The Vermont Oxford Network (VON) is a non-profit, global voluntary collaboration of health care workers dedicated to improving quality and outcomes in neonatal care. The aim is to improve the quality and safety of medical care for newborn infants and their families through coordinated programme of education and quality improvement projects. It does this by maintaining 2 databases that contain information about the care and outcomes of high risk newborn infants. To date, there are nearly 1000 Neonatal Intensive Care Units in the network from hospitals around the world. The VON databases hold critical information on more than 1.5 million infants.
The KK Women’s and Children’s Hospital Department of Neonatology has been part of the Vermont Oxford Network since 1998. We participate in both databases. The Very Low Birth Weight (VLBW database) include data from all live born infants where birth weight is between 401 grams and 1500 grams or where gestational age is between 22 weeks till 29 weeks and 6 days who are admitted to our unit within 28days of birth without having first gone home. In 2012, 909 centers submitted data on 60, 007 VLBW infants.

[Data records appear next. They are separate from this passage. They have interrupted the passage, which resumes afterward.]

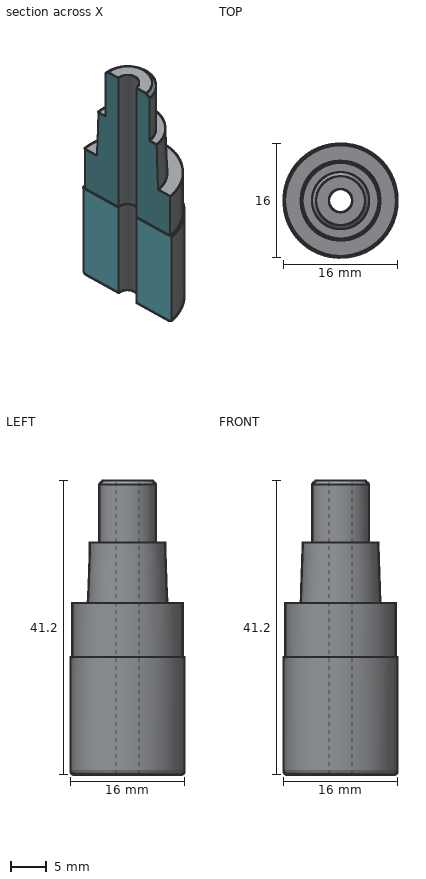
import cadquery as cq

total_height = 41.25
bore_diameter = 3.2

sleeve_diameter = 16.0
sleeve_height = 16.5
sleeve_bottom_fillet = 0.6

collar_diameter = 15.5
collar_top = 24.1
neck_bottom_diameter = 11.18
neck_top_diameter = 10.6
neck_top = 32.55
tip_diameter = 8.0
tip_chamfer = 0.58


def make_sleeve():
    """Cylinder with a rounded bottom edge and a through bore."""
    return (
        cq.Workplane("XY")
        .circle(sleeve_diameter / 2)
        .extrude(sleeve_height)
        .faces("<Z").edges().fillet(sleeve_bottom_fillet)
        .faces(">Z").workplane()
        .hole(bore_diameter)
    )


def make_stem():
    """Revolved collar, tapered neck and chamfered tip around the bore."""
    bore_radius = bore_diameter / 2
    collar_radius = collar_diameter / 2
    tip_radius = tip_diameter / 2
    return (
        cq.Workplane("XZ")
        .moveTo(bore_radius, sleeve_height)
        .lineTo(collar_radius, sleeve_height)
        .lineTo(collar_radius, collar_top)
        .lineTo(neck_bottom_diameter / 2, collar_top)
        .lineTo(neck_top_diameter / 2, neck_top)
        .lineTo(tip_radius, neck_top)
        .lineTo(tip_radius, total_height - tip_chamfer)
        .lineTo(tip_radius - tip_chamfer, total_height)
        .lineTo(bore_radius, total_height)
        .close()
        .revolve(360, (0, 0, 0), (0, 1, 0))
    )


sleeve = make_sleeve()
stem = make_stem()

result = cq.Compound.makeCompound([sleeve.val(), stem.val()])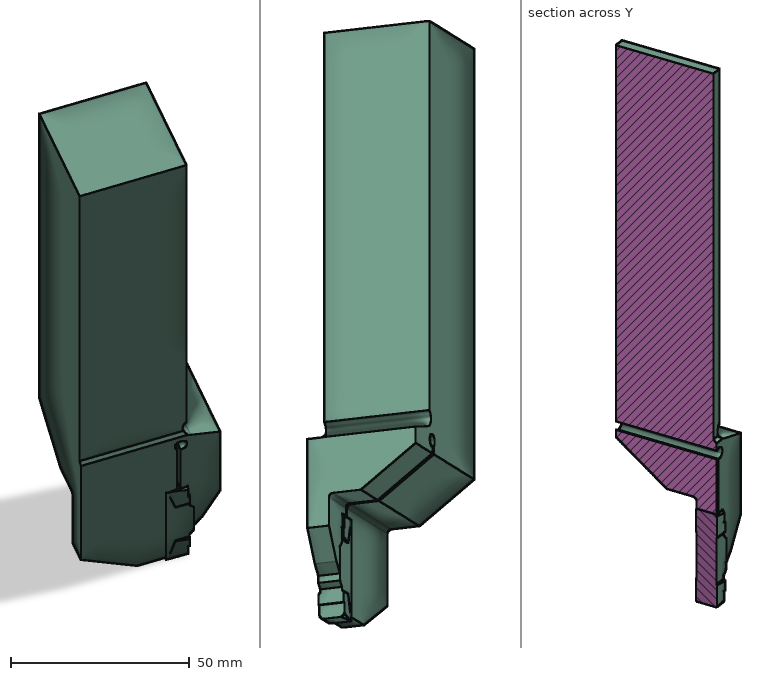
import cadquery as cq
import math

TOTAL_HEIGHT = 170.0
SHANK_SIZE = 32.0
HEAD_DEPTH = 41.6

BLADE_WIDTH = 6.6
BLADE_OFFSET = 1.0
BLADE_RIGHT = SHANK_SIZE + BLADE_OFFSET
BLADE_LEFT = BLADE_RIGHT - BLADE_WIDTH
OFFSET_TOP = 53.5
SHOULDER_HEIGHT = 33.3
SHOULDER_LEFT = 16.7
SHANK_BOTTOM_LEFT = 45.0
SHOULDER_FILLET = 1.2

BLADE_BOTTOM = 1.4
FRONT_BEVEL_DEPTH = 16.8
FRONT_BEVEL_HEIGHT = 11.2
JAW_TOP_HEIGHT = 49.8
JAW_TOP_ANGLE = math.radians(15)
JAW_BACK_BOTTOM = 24.0
JAW_KINK = (36.4, 15.0)
JAW_TIP_HEIGHT = 12.0
RELIEF_RADIUS = 2.7
RELIEF_DEPTH = 1.2

SLIT_WIDTH = 1.0
SLIT_Y = 29.2
HOLE_DIAMETER = 3.5
HOLE_Y = 30.0
HOLE_Z = 48.8

INSERT_LENGTH = 30.0
INSERT_MIDDLE = INSERT_LENGTH / 2
INSERT_FLOOR = 25.5
EDGE_Y = 32.0
LIP_Y = 32.5
CREST_Y = 33.8
END_RELIEF = 0.3
RAKE_LENGTH = 4.0
LIP_END = 8.5
CREST_START = 10.0

SIDE_OVERHANG = 0.5
HEAD_WIDTH = BLADE_WIDTH + 2 * SIDE_OVERHANG
HEAD_LENGTH = 7.6
HEAD_BACK_Y = 28.2
HEAD_FLOOR = 26.7
HEAD_FLOOR_LENGTH = 2.7
CORNER_RADIUS = 1.4


def side_outline(points):
    """Open outline through (Y, Z) points at X = 0, to be closed and extruded along X."""
    return cq.Workplane("YZ").polyline(points)


def holder_side():
    """Side shape of the holder, as deep in X as the whole holder."""
    relief_y = SHANK_SIZE - RELIEF_DEPTH + RELIEF_RADIUS
    tangent_y = relief_y - RELIEF_RADIUS * math.sin(JAW_TOP_ANGLE)
    tangent_z = JAW_TOP_HEIGHT + (HEAD_DEPTH - tangent_y) * math.tan(JAW_TOP_ANGLE)
    relief_z = tangent_z + RELIEF_RADIUS * math.cos(JAW_TOP_ANGLE)
    relief_rise = math.sqrt(RELIEF_RADIUS**2 - (relief_y - SHANK_SIZE) ** 2)
    return (
        cq.Workplane("YZ")
        .moveTo(0, TOTAL_HEIGHT)
        .lineTo(SHANK_SIZE, TOTAL_HEIGHT)
        .lineTo(SHANK_SIZE, relief_z + relief_rise)
        .threePointArc((relief_y - RELIEF_RADIUS, relief_z), (tangent_y, tangent_z))
        .lineTo(HEAD_DEPTH, JAW_TOP_HEIGHT)
        .lineTo(HEAD_DEPTH, JAW_BACK_BOTTOM)
        .lineTo(*JAW_KINK)
        .lineTo(CREST_Y, JAW_TIP_HEIGHT)
        .lineTo(INSERT_FLOOR, JAW_TIP_HEIGHT)
        .lineTo(INSERT_FLOOR, BLADE_BOTTOM)
        .lineTo(FRONT_BEVEL_DEPTH, BLADE_BOTTOM)
        .lineTo(0, FRONT_BEVEL_HEIGHT)
        .close()
        .extrude(BLADE_RIGHT)
    )


def holder_front():
    """Front shape of the holder: shank, sloped underside and narrow blade."""
    outline = [
        (0, TOTAL_HEIGHT),
        (SHANK_SIZE, TOTAL_HEIGHT),
        (SHANK_SIZE, OFFSET_TOP),
        (BLADE_RIGHT, OFFSET_TOP - BLADE_OFFSET),
        (BLADE_RIGHT, 0),
        (BLADE_LEFT, 0),
        (BLADE_LEFT, SHOULDER_HEIGHT),
        (SHOULDER_LEFT, SHOULDER_HEIGHT),
        (0, SHANK_BOTTOM_LEFT),
    ]
    shape = cq.Workplane("XZ").polyline(outline).close().extrude(-HEAD_DEPTH)
    inner_corner = cq.selectors.NearestToPointSelector((BLADE_LEFT, HEAD_DEPTH / 2, SHOULDER_HEIGHT))
    return shape.edges(inner_corner).fillet(SHOULDER_FILLET)


def clamping_slit():
    """Slit from the insert seat up to a round hole, through the whole width."""
    slit_height = HOLE_Z - INSERT_MIDDLE
    slit = (
        cq.Workplane("YZ")
        .center(SLIT_Y, INSERT_MIDDLE + slit_height / 2)
        .rect(SLIT_WIDTH, slit_height)
        .extrude(BLADE_RIGHT)
    )
    hole = cq.Workplane("YZ").center(HOLE_Y, HOLE_Z).circle(HOLE_DIAMETER / 2).extrude(BLADE_RIGHT)
    return slit.union(hole)


def insert_core():
    """Insert at blade width; it also gives the shape of the seat."""
    lower_half = [
        (INSERT_FLOOR, END_RELIEF),
        (EDGE_Y, 0),
        (EDGE_Y, RAKE_LENGTH),
        (LIP_Y, RAKE_LENGTH),
        (LIP_Y, LIP_END),
        (CREST_Y, CREST_START),
    ]
    upper_half = [(y, INSERT_LENGTH - z) for y, z in reversed(lower_half)]
    return side_outline(lower_half + upper_half).close().extrude(BLADE_WIDTH).translate((BLADE_LEFT, 0, 0))


def lower_cutting_head():
    """Wide cutting end: sides taper from the edge to the blade, back end is ramped."""
    head_left = BLADE_LEFT - SIDE_OVERHANG
    head_right = BLADE_RIGHT + SIDE_OVERHANG
    floor_relief = END_RELIEF * (EDGE_Y - HEAD_FLOOR) / (EDGE_Y - INSERT_FLOOR)
    side = [
        (EDGE_Y, 0),
        (EDGE_Y, RAKE_LENGTH),
        (LIP_Y, RAKE_LENGTH),
        (LIP_Y, HEAD_LENGTH),
        (HEAD_BACK_Y, HEAD_LENGTH),
        (HEAD_FLOOR, HEAD_FLOOR_LENGTH),
        (HEAD_FLOOR, floor_relief),
    ]
    plan = [
        (BLADE_LEFT, HEAD_FLOOR),
        (BLADE_RIGHT, HEAD_FLOOR),
        (head_right, EDGE_Y),
        (head_right, LIP_Y),
        (head_left, LIP_Y),
        (head_left, EDGE_Y),
    ]
    front = [
        (head_left, 0),
        (head_right, 0),
        (head_right, HEAD_LENGTH - SIDE_OVERHANG),
        (BLADE_RIGHT, HEAD_LENGTH),
        (BLADE_LEFT, HEAD_LENGTH),
        (head_left, HEAD_LENGTH - SIDE_OVERHANG),
    ]
    head = side_outline(side).close().extrude(HEAD_WIDTH).translate((head_left, 0, 0))
    head = head.intersect(cq.Workplane("XY").polyline(plan).close().extrude(HEAD_LENGTH))
    return head.intersect(cq.Workplane("XZ").polyline(front).close().extrude(-HEAD_DEPTH))


def rounded_envelope():
    """Block around the insert that rounds the corners of both cutting edges."""
    return (
        cq.Workplane("XZ")
        .center((BLADE_LEFT + BLADE_RIGHT) / 2, INSERT_MIDDLE)
        .rect(HEAD_WIDTH, INSERT_LENGTH)
        .extrude(-HEAD_DEPTH)
        .edges("|Y")
        .fillet(CORNER_RADIUS)
    )


def make_holder():
    return holder_side().intersect(holder_front()).cut(clamping_slit()).cut(insert_core())


def make_insert():
    lower_head = lower_cutting_head()
    upper_head = lower_head.mirror("XY", (0, 0, INSERT_MIDDLE))
    return insert_core().union(lower_head).union(upper_head).intersect(rounded_envelope())


holder = make_holder()
insert = make_insert()

result = cq.Compound.makeCompound([holder.solids().val(), insert.solids().val()])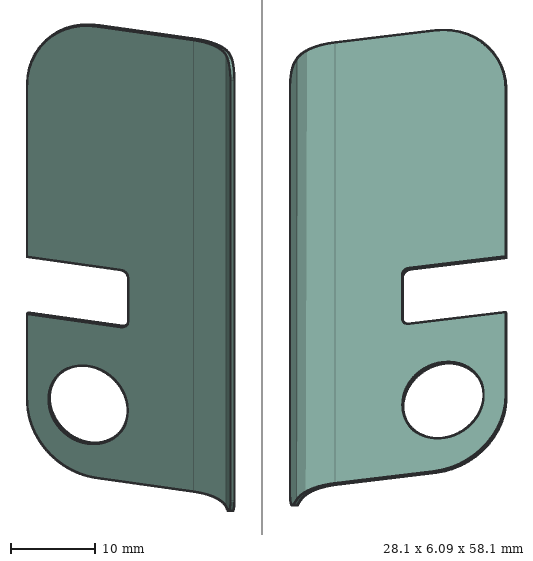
import cadquery as cq
import math

thickness = 0.5
flat_width = 21.0
plate_height = 58.11
inner_bend_radius = 6.0
bend_angle = 60.0
lip_length = 2.995

flat_corner_radius = 8.75
lip_corner_radius = 2.0

hole_diameter = 10.0
hole_center_x = 7.7
hole_center_z = 9.25
slot_depth = 12.75
slot_bottom_z = 19.85
slot_height = 7.35
slot_corner_radius = 0.9

outer_bend_radius = inner_bend_radius + thickness


def bend_point(radius, angle):
    """Point on the bend at a radius and an angle (degrees) turned away from the flat."""
    turn = math.radians(angle)
    x = flat_width + radius * math.sin(turn)
    y = radius * math.cos(turn) - outer_bend_radius
    return x, y


def lip_end(radius):
    """Free end of the lip on the sheet face that follows the given bend radius."""
    turn = math.radians(bend_angle)
    x, y = bend_point(radius, bend_angle)
    return x + lip_length * math.cos(turn), y - lip_length * math.sin(turn)


def bent_sheet():
    """Flat, bend and lip extruded upwards; the outer face of the flat lies on Y = 0."""
    return (
        cq.Workplane("XY")
        .moveTo(0, 0)
        .lineTo(flat_width, 0)
        .threePointArc(
            bend_point(outer_bend_radius, bend_angle / 2),
            bend_point(outer_bend_radius, bend_angle),
        )
        .lineTo(*lip_end(outer_bend_radius))
        .lineTo(*lip_end(inner_bend_radius))
        .lineTo(*bend_point(inner_bend_radius, bend_angle))
        .threePointArc(
            bend_point(inner_bend_radius, bend_angle / 2),
            bend_point(inner_bend_radius, 0),
        )
        .lineTo(0, -thickness)
        .close()
        .extrude(plate_height)
    )


def round_corners(sheet):
    """Round the outer corners of the flat and of the lip."""
    sheet = sheet.faces("<X").edges("|Y").fillet(flat_corner_radius)
    lip_turn = math.radians(bend_angle)
    lip_direction = cq.Vector(math.cos(lip_turn), -math.sin(lip_turn), 0)
    lip_end_face = sheet.faces(cq.selectors.DirectionMinMaxSelector(lip_direction, True))
    lip_corners = lip_end_face.edges("<Z or >Z")
    return lip_corners.fillet(lip_corner_radius)


def hole_cutter():
    """Round hole through the flat."""
    return (
        cq.Workplane("XZ")
        .center(hole_center_x, hole_center_z)
        .circle(hole_diameter / 2)
        .extrude(thickness)
    )


def slot_cutter():
    """Slot open at the free edge of the flat, with rounded inner corners."""
    return (
        cq.Workplane("XZ")
        .moveTo(0, slot_bottom_z)
        .rect(slot_depth, slot_height, centered=False)
        .extrude(thickness)
        .faces(">X")
        .edges("|Y")
        .fillet(slot_corner_radius)
    )


result = round_corners(bent_sheet()).cut(hole_cutter()).cut(slot_cutter())

The Expanded Database includes all infants over 401 grams at birth who are admitted to our NICU. These children are followed up till discharge. In 2012, 369 centers completed data submission for the Expanded Database. These centers admitted 153,093 infants.
We also participate in the Vermont Oxford Network Extremely Low Birth Weight (ELBW) Infant Follow-Up Project that assesses the health and neurodeveopmental status at 18 to 24 months corrected age of infants born weighing 1000 grams or less, or between 22 and 28 weeks gestational age, who survived until hospital discharge. We benchmark their outcomes with the Vermont Oxford Network follow-up cohort.
The Vermont Oxford Network serves as a neutral, independent party in analyzing data for our member centers and facilitating voluntary benchmarking activities. The databases are used to provide comprehensive, confidential reports that serve as a critical foundation for local quality improvement projects for participating centers.
Our aim is to be within the best quartile for all Key Performance Measures (see Table 1). We institute quality improvement initiatives when we review that we are not within the best quartile as compared to similar NICUs in the network.
For the year 2013, we were in the best quartile for Death or Morbidity, Chronic Lung Disease, Fungal Infection and Severe Intraventricular Haemorrhage (IVH). We also trend our performance (see Charts 1 and 2).